DESCRIPTION OF THE PREFERRED EMBODIMENTS

(16) As shown in FIG. 1 to FIG. 5, the cam clutch unit 100 according to one embodiment of the present invention includes: a plurality of cams 130 provided as sprags for transmitting and interrupting torque between an inner race and an outer race, in an annular space between raceways of the inner race and outer race that are coaxial and rotatable relative to each other; a plurality of rollers 140 allowing the inner race and outer race to freely rotate; a cage ring 150 having a plurality of pocket portions 151 and 152 that restrict circumferential movements of the cams 130 and rollers 140 relative to each other, and an annular spring 160 biasing each of the plurality of cams 130 toward a direction in which the cams wedge against the inner race and outer race.

(17) Each of the plurality of cams 130 has an engagement step 131 that can engage with the annular spring 160 on one axial end face as shown in FIG. 3 and others.

(18) In this embodiment, the engagement step 131 is inclined, the right side in the drawings being on the radially outer side when the cam 130 is in a free state. The spring 160 pressing the right side of the engagement step 131 biases the cam 130 toward the inner race, as well as causes the cam 130 to rotate in an operating direction.

(19) The plurality of rollers 140 do not have any groove or step as shown in FIG. 4 and others. In this embodiment, the roller 140 has an axial length rw that is not greater than the axial length cw of the cam 130 not including the engagement step 131.

(20) In this embodiment, both end faces of the rollers 140 are chamfered along the outer peripheral edges to avoid catching the spring 160.

(21) The cage ring 150 includes a plurality of pocket portions 151 and 152 that respectively accommodate and restrict circumferential relative movements of the cams 130 and the rollers 140, and a plurality of hook portions 153 that restrict axial movements of the annular spring 160.

(22) In this embodiment, the pocket portions 151 and 152 of the cage ring 150 that respectively accommodate the cams 130 and the rollers 140 are circumferentially alternately disposed.

(23) The pocket portions 151 and 152 each restrict the movements of the cams 130 and rollers 140 toward one axial direction by an end face at one axial end, and the spring 160 restricts the movements of the cams and rollers toward the other axial direction.

(24) In this embodiment, the pocket portions 152 that accommodate the rollers 140 have surfaces adjoining the rollers 140 and shaped such as to restrict the movements of the rollers 140 toward the outer race and the inner race.

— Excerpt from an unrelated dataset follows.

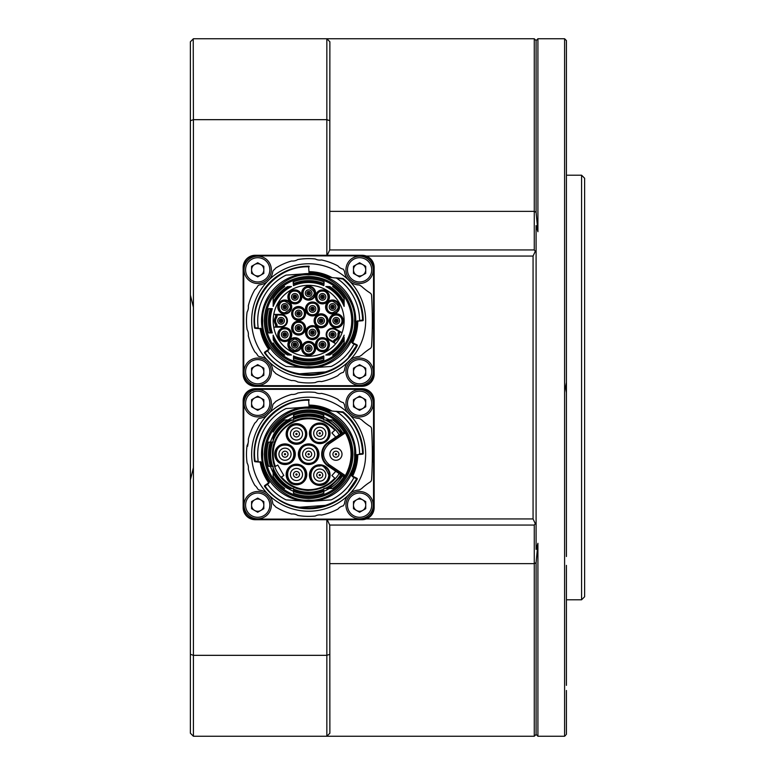 <?xml version="1.0" encoding="UTF-8"?>
<svg xmlns="http://www.w3.org/2000/svg" width="775" height="775" viewBox="0 0 775 775"><rect width="100%" height="100%" fill="white"/><g stroke="black" fill="none" stroke-linecap="round" stroke-linejoin="round"><path stroke-width="1.16" d="M581.589 175.218L584.621 178.25L584.621 596.75L581.589 599.782L581.589 175.218L566.428 175.218M565.702 735.146L564.607 736.25L564.607 38.75L537.918 38.75L537.918 231.715L536.097 225.612L536.097 549.388L537.918 543.285L537.918 736.25L536.097 734.429L534.275 736.25L534.275 525.062L329.733 525.062L329.879 733.218L326.847 736.25L326.847 519.725M566.428 690.477L566.428 734.39M566.428 565.372L566.428 685.362M566.428 392.605L566.428 382.395L565.518 387.5L566.428 392.605L566.428 556.518M566.428 40.61L565.518 39.661L566.428 40.61L566.428 382.395M329.879 563.638L534.275 563.638L536.097 562.718L536.097 734.429M536.097 562.718L537.918 543.285M190.379 479.88L193.411 467.674L193.411 736.25L190.379 733.218L190.379 41.782L193.411 38.75L534.275 38.75L534.275 211.362L536.097 212.282L537.918 231.715M326.847 255.275L326.847 38.75L329.879 41.782L329.733 249.938L534.275 249.938L534.275 211.362L329.879 211.362M193.411 467.674L193.411 307.326L190.379 295.12M190.379 654.303L193.411 655.33L326.847 655.33L329.879 654.303M366.323 518.94L533.064 518.94L533.064 256.06L366.323 256.06M193.237 38.924L193.411 119.67L326.847 119.67L329.879 120.697M190.379 120.697L193.411 119.67L193.411 307.326M193.411 736.25L534.275 736.25M329.879 733.218L326.847 736.25M329.733 249.938L327.215 255.275M536.097 251.836L535.312 251.303L533.064 256.06M535.312 251.303L534.275 249.938M327.215 519.725L329.733 525.062M534.275 525.062L535.312 523.697L533.064 518.94M535.312 523.697L536.097 523.164M534.275 38.75L536.097 40.571L536.097 212.282M566.428 84.523L566.428 89.638M566.428 218.482L566.428 209.628M346.706 474.377L345.708 474.949C352.848 461.028 352.848 447.204 345.708 433.487L344.245 432.159L328.319 442.903L328.997 443.91C321.77 450.779 321.77 457.657 328.997 464.525L328.319 465.533A13.65 13.65 0 0 1 328.319 442.903M328.319 465.533L344.245 476.276L344.584 477.952A1.211 1.211 0 0 0 344.245 476.276L345.708 474.949M345.03 477.255L345.669 476.218M345.979 475.685L346.677 474.436M323.814 489.044L323.814 493.22A41.85 41.85 0 0 1 293.493 493.22L293.493 489.044A37.985 37.985 0 0 0 323.814 489.044L323.814 488.483L325.045 488.483A37.985 37.985 0 0 0 340.7 474.62L339.188 473.603C332.281 484.162 322.1 489.752 308.653 490.391C308.828 490.778 298.646 489.635 295.101 487.756C290.945 486.148 287.002 483.561 283.272 479.996C276.123 472.566 272.529 463.973 272.48 454.218C271.405 435.918 289.792 416.969 308.653 418.045C319.968 417.647 333.667 425.02 339.188 434.833L342.511 432.595A40.174 40.174 0 0 0 329.627 419.953L332.611 419.953L329.627 419.953M308.653 408.299C285.839 406.323 260.758 431.404 262.735 454.218C260.758 477.032 285.839 502.113 308.653 500.127C331.468 502.113 356.548 477.032 354.562 454.218C356.539 431.404 331.468 406.323 308.653 408.299M308.653 407.088A47.13 47.13 0 0 0 261.524 454.218A47.13 47.13 0 0 0 308.653 501.347A47.13 47.13 0 0 0 355.783 454.218A47.13 47.13 0 0 0 308.653 407.088A47.13 47.13 0 0 1 355.783 454.218A47.13 47.13 0 0 1 308.653 501.347M323.814 492.367L322.129 490.284A38.508 38.508 0 0 1 295.178 490.284L293.493 492.367M309.128 399.629L309.118 400.239L309.128 399.629A54.589 54.589 0 0 0 254.51 461.193L255.062 461.726A0.61 0.61 0 0 1 254.51 461.193A54.589 54.589 0 0 1 308.653 399.629L308.653 400.239C277.237 399.261 250.131 430.096 255.111 461.115L258.269 461.396M356.955 478.301A0.61 0.61 0 0 1 357.227 479.124L356.955 478.301L353.148 476.402A1.211 1.211 0 0 1 353.681 478.059A50.947 50.947 0 0 1 331.254 499.875L314.824 501.028A47.217 47.217 0 0 1 302.483 501.028M359.474 453.83L363.233 453.549A0.61 0.61 0 0 1 362.681 454.16L362.632 453.559C362.08 436.984 355.502 423.295 342.918 412.503L343.306 412.038A54.589 54.589 0 0 1 363.233 453.549A54.589 54.589 0 0 0 343.306 412.038A0.61 0.61 0 0 0 342.967 411.903L335.808 411.273A1.211 1.211 0 0 1 336.369 411.467L326.149 410.43A0.61 0.61 0 0 1 325.975 410.392L330.198 410.74A0.61 0.61 0 0 0 330.421 410.808A0.61 0.61 0 0 1 330.198 410.74A48.525 48.525 0 0 0 309.08 405.693L309.07 406.061A48.157 48.157 0 0 1 329.094 410.614L329.288 410.702M319.755 430.299A3.032 3.032 0 0 1 322.787 433.332A3.032 3.032 0 0 1 319.755 436.364A3.032 3.032 0 0 1 316.723 433.332A3.032 3.032 0 0 1 319.755 430.299A3.032 3.032 0 0 0 316.723 433.332A3.032 3.032 0 0 0 319.755 436.364M335.943 451.186A3.032 3.032 0 0 1 338.975 454.218A3.032 3.032 0 0 1 335.943 457.25A3.032 3.032 0 0 1 332.911 454.218A3.032 3.032 0 0 1 335.943 451.186A3.032 3.032 0 0 0 332.911 454.218A3.032 3.032 0 0 0 335.943 457.25M308.653 451.186A3.032 3.032 0 0 1 311.686 454.218A3.032 3.032 0 0 1 308.653 457.25A3.032 3.032 0 0 1 305.621 454.218A3.032 3.032 0 0 1 308.653 451.186A3.032 3.032 0 0 0 305.621 454.218A3.032 3.032 0 0 0 308.653 457.25M319.755 472.072A3.032 3.032 0 0 1 322.787 475.104A3.032 3.032 0 0 1 319.755 478.136A3.032 3.032 0 0 1 316.723 475.104A3.032 3.032 0 0 1 319.755 472.072A3.032 3.032 0 0 0 316.723 475.104A3.032 3.032 0 0 0 319.755 478.136M296.467 471.462A3.032 3.032 0 0 1 299.499 474.494A3.032 3.032 0 0 1 296.467 477.526A3.032 3.032 0 0 1 293.434 474.494A3.032 3.032 0 0 1 296.467 471.462A3.032 3.032 0 0 0 293.434 474.494A3.032 3.032 0 0 0 296.467 477.526M284.997 451.186A3.032 3.032 0 0 1 288.029 454.218A3.032 3.032 0 0 1 284.997 457.25A3.032 3.032 0 0 1 281.964 454.218A3.032 3.032 0 0 1 284.997 451.186A3.032 3.032 0 0 0 281.964 454.218A3.032 3.032 0 0 0 284.997 457.25M296.467 430.91A3.032 3.032 0 0 1 299.499 433.942A3.032 3.032 0 0 1 296.467 436.974A3.032 3.032 0 0 1 293.434 433.942A3.032 3.032 0 0 1 296.467 430.91A3.032 3.032 0 0 0 293.434 433.942A3.032 3.032 0 0 0 296.467 436.974M319.755 427.267A6.064 6.064 0 0 1 325.82 433.332A6.064 6.064 0 0 1 319.755 439.396A6.064 6.064 0 0 1 313.691 433.332A6.064 6.064 0 0 1 319.755 427.267M335.943 448.153A6.064 6.064 0 0 1 342.007 454.218A6.064 6.064 0 0 1 335.943 460.282A6.064 6.064 0 0 1 329.879 454.218A6.064 6.064 0 0 1 335.943 448.153M319.755 469.04A6.064 6.064 0 0 1 325.82 475.104A6.064 6.064 0 0 1 319.755 481.168A6.064 6.064 0 0 1 313.691 475.104A6.064 6.064 0 0 1 319.755 469.04M308.653 448.153A6.064 6.064 0 0 1 314.718 454.218A6.064 6.064 0 0 1 308.653 460.282A6.064 6.064 0 0 1 302.589 454.218A6.064 6.064 0 0 1 308.653 448.153M296.467 427.877A6.064 6.064 0 0 1 302.531 433.942A6.064 6.064 0 0 1 296.467 440.006A6.064 6.064 0 0 1 290.402 433.942A6.064 6.064 0 0 1 296.467 427.877M284.997 448.153A6.064 6.064 0 0 1 291.061 454.218A6.064 6.064 0 0 1 284.997 460.282A6.064 6.064 0 0 1 278.932 454.218A6.064 6.064 0 0 1 284.997 448.153M296.467 468.429A6.064 6.064 0 0 1 302.531 474.494A6.064 6.064 0 0 1 296.467 480.558A6.064 6.064 0 0 1 290.402 474.494A6.064 6.064 0 0 1 296.467 468.429M308.653 497.279A43.061 43.061 0 0 1 265.593 454.218A43.061 43.061 0 0 1 308.653 411.157A43.061 43.061 0 0 1 351.714 454.218A43.061 43.061 0 0 1 308.653 497.279M308.653 498.49A44.272 44.272 0 0 1 264.372 454.218A44.272 44.272 0 0 1 308.653 409.946A44.272 44.272 0 0 1 352.925 454.218A44.272 44.272 0 0 1 308.653 498.49M293.493 415.255L295.178 418.142A38.508 38.508 0 0 1 322.129 418.142L323.814 415.216A41.85 41.85 0 0 0 293.493 415.206L293.493 415.255A41.811 41.811 0 0 1 323.814 415.255M355.773 453.414L355.686 451.331M355.686 457.105L355.773 455.012M322.129 418.142L323.814 419.382A37.985 37.985 0 0 0 293.493 419.382L293.493 419.953L292.252 419.953A37.985 37.985 0 0 0 273.168 440.646L272.655 442.089A37.985 37.985 0 0 0 272.655 466.347L273.168 467.79A37.985 37.985 0 0 0 292.252 488.483L293.493 488.483L293.493 489.044M319.755 485.412A10.308 10.308 0 0 1 309.448 475.104A10.308 10.308 0 0 1 319.755 464.797A10.308 10.308 0 0 1 330.073 475.104A10.308 10.308 0 0 1 319.755 485.412M319.755 465.397A9.707 9.707 0 0 0 310.048 475.104A9.707 9.707 0 0 0 319.755 484.811A9.707 9.707 0 0 0 329.462 475.104A9.707 9.707 0 0 0 319.755 465.397M308.653 464.525A10.308 10.308 0 0 1 298.346 454.218A10.308 10.308 0 0 1 308.653 443.91A10.308 10.308 0 0 1 318.961 454.218A10.308 10.308 0 0 1 308.653 464.525M308.653 444.511A9.707 9.707 0 0 0 298.947 454.218A9.707 9.707 0 0 0 308.653 463.925A9.707 9.707 0 0 0 318.36 454.218A9.707 9.707 0 0 0 308.653 444.511M296.467 443.649A9.707 9.707 0 0 0 306.173 433.942A9.707 9.707 0 0 0 296.467 424.235A9.707 9.707 0 0 0 286.769 433.942A9.707 9.707 0 0 0 296.467 443.649M306.784 433.942A10.308 10.308 0 0 1 296.467 444.249A10.308 10.308 0 0 1 286.159 433.942A10.308 10.308 0 0 1 296.467 423.634A10.308 10.308 0 0 1 306.784 433.942M319.755 443.038A9.707 9.707 0 0 0 329.462 433.332A9.707 9.707 0 0 0 319.755 423.625A9.707 9.707 0 0 0 310.048 433.332A9.707 9.707 0 0 0 319.755 443.038M330.073 433.332A10.308 10.308 0 0 1 319.755 443.639A10.308 10.308 0 0 1 309.448 433.332A10.308 10.308 0 0 1 319.755 423.024A10.308 10.308 0 0 1 330.073 433.332M284.997 464.525A10.308 10.308 0 0 1 274.689 454.218A10.308 10.308 0 0 1 284.997 443.91A10.308 10.308 0 0 1 295.304 454.218A10.308 10.308 0 0 1 284.997 464.525M284.997 444.511A9.707 9.707 0 0 0 275.29 454.218A9.707 9.707 0 0 0 284.997 463.925A9.707 9.707 0 0 0 294.703 454.218A9.707 9.707 0 0 0 284.997 444.511M296.467 484.801A10.308 10.308 0 0 1 286.159 474.494A10.308 10.308 0 0 1 296.467 464.186A10.308 10.308 0 0 1 306.784 474.494A10.308 10.308 0 0 1 296.467 484.801M296.467 464.787A9.707 9.707 0 0 0 286.769 474.494A9.707 9.707 0 0 0 296.467 484.201A9.707 9.707 0 0 0 306.173 474.494A9.707 9.707 0 0 0 296.467 464.787M335.778 437.139L331.903 432.905L334.81 430.251A35.485 35.485 0 0 0 275.348 466.443L277.779 465.039L283.844 475.54L281.412 476.954A35.485 35.485 0 0 0 334.81 478.185L331.903 475.521L335.778 471.297L327.98 466.037A14.25 14.25 0 0 1 327.98 442.399L339.188 434.833M323.814 489.374L322.129 490.284M319.755 484.201C307.665 484.704 308.382 465.32 319.755 466.007C322.662 464.651 325.694 467.683 328.852 475.104C328.222 480.703 325.18 483.736 319.755 484.201M308.653 463.314C296.98 463.731 296.815 444.705 308.653 445.121C320.55 444.695 320.23 463.857 308.653 463.314M319.755 442.428C308.45 443.135 307.597 423.731 319.755 424.235C331.08 423.586 331.933 442.874 319.755 442.428M284.997 463.314C273.323 463.731 273.158 444.705 284.997 445.121C296.893 444.695 296.573 463.857 284.997 463.314M296.467 483.59C285.132 484.278 284.338 464.874 296.467 465.397C307.791 464.787 308.663 484.046 296.467 483.59M352.257 475.957L352.344 475.327A48.525 48.525 0 0 0 357.168 454.663L355.764 455.303A0.61 0.61 0 0 1 356.316 454.712L362.681 454.16M352.548 476.79L352.344 475.327L351.966 476.082M269.574 412.697A15.161 15.161 0 0 0 272.722 405.373A3.032 3.032 0 0 1 273.837 403.426A9.707 9.707 0 0 0 275.619 401.547A62.165 62.165 0 0 1 291.613 394.427A9.707 9.707 0 0 0 297.755 393.012A62.165 62.165 0 0 1 315.251 392.402A9.707 9.707 0 0 0 321.48 393.39A62.165 62.165 0 0 1 337.929 399.377A9.707 9.707 0 0 0 343.335 402.622L344.507 404.734A15.161 15.161 0 0 0 347.723 412.697M269.574 495.738A15.161 15.161 0 0 1 272.722 503.062A3.032 3.032 0 0 0 273.837 505.009A9.707 9.707 0 0 1 275.619 506.889A62.165 62.165 0 0 0 291.613 514.009A9.707 9.707 0 0 1 297.755 515.423A62.165 62.165 0 0 0 315.251 516.034A9.707 9.707 0 0 1 321.48 515.046A62.165 62.165 0 0 0 337.929 509.059A9.707 9.707 0 0 1 343.335 505.813L344.507 503.702A15.161 15.161 0 0 1 347.723 495.738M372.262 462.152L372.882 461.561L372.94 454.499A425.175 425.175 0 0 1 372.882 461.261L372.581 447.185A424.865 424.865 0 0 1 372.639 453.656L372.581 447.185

(25) The rollers 140 may have an axial length rw that is greater than the axial length cw of the cam 130 not including the engagement step 131. In this case, the pocket portions 151 and 152 of the cage ring 150 may be configured to allow the rollers 140 to protrude more than the cams 130 on the opposite side from the engagement steps 131 of the cams 130. This way, the cam clutch unit can tolerate a larger axial load, with the rollers 140 being free from the radial pressure exerted by the spring 160.

(26) Furthermore, in this embodiment, as shown in FIG. 5, the hook portions 153 adjacent on the left side of the pocket portions 151 accommodating the cams 130 each have a hook bottom portion 154 that restricts radial movement of the annular spring 160.

(27) This allows the spring 160 to press the right side of the engagement steps 131 of the cams 130 without the rollers 140 restraining the tension of the spring 160 at all. Each cam 130 is individually pressed by a midpoint of the span of the spring 160 tensioned between two hook bottom portions 154, so that they are capable of highly precise and uniform movements without being affected by posture changes of other cams 130.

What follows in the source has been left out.